Records contained in a dataset:
***

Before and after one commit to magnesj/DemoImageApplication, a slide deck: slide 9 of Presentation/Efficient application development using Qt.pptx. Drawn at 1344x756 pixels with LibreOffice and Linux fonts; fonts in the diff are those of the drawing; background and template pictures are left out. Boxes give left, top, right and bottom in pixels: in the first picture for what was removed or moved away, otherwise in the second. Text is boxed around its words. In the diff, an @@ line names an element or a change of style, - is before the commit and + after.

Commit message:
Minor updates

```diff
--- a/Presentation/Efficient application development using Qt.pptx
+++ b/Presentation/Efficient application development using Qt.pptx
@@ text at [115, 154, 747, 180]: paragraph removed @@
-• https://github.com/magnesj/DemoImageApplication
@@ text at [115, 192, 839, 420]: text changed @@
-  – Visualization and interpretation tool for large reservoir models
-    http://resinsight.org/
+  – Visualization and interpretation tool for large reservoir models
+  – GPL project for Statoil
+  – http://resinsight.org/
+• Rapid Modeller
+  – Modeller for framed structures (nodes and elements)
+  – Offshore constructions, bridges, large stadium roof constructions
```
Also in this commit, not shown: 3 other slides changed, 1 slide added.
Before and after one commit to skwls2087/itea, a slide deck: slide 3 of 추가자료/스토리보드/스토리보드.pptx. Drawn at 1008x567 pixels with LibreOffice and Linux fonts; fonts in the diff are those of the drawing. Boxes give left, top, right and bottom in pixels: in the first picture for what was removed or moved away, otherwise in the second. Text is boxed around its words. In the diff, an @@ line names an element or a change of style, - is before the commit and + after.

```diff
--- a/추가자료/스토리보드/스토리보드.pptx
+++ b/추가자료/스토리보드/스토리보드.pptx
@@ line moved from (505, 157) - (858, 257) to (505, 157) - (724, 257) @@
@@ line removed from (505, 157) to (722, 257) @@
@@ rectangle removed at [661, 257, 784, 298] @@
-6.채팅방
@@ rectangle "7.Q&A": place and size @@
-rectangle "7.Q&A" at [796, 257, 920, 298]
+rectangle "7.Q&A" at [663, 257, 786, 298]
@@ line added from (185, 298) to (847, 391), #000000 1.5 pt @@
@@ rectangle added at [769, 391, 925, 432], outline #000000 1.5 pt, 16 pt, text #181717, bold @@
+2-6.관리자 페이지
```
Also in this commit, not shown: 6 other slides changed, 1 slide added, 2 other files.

***

* ABOUT THIS TASK:
Scan the entries above for the word "rectangle". Report the lines that hold it.

* SOLUTION:
@@ rectangle removed at [661, 257, 784, 298] @@
@@ rectangle "7.Q&A": place and size @@
-rectangle "7.Q&A" at [796, 257, 920, 298]
+rectangle "7.Q&A" at [663, 257, 786, 298]
@@ rectangle added at [769, 391, 925, 432], outline #000000 1.5 pt, 16 pt, text #181717, bold @@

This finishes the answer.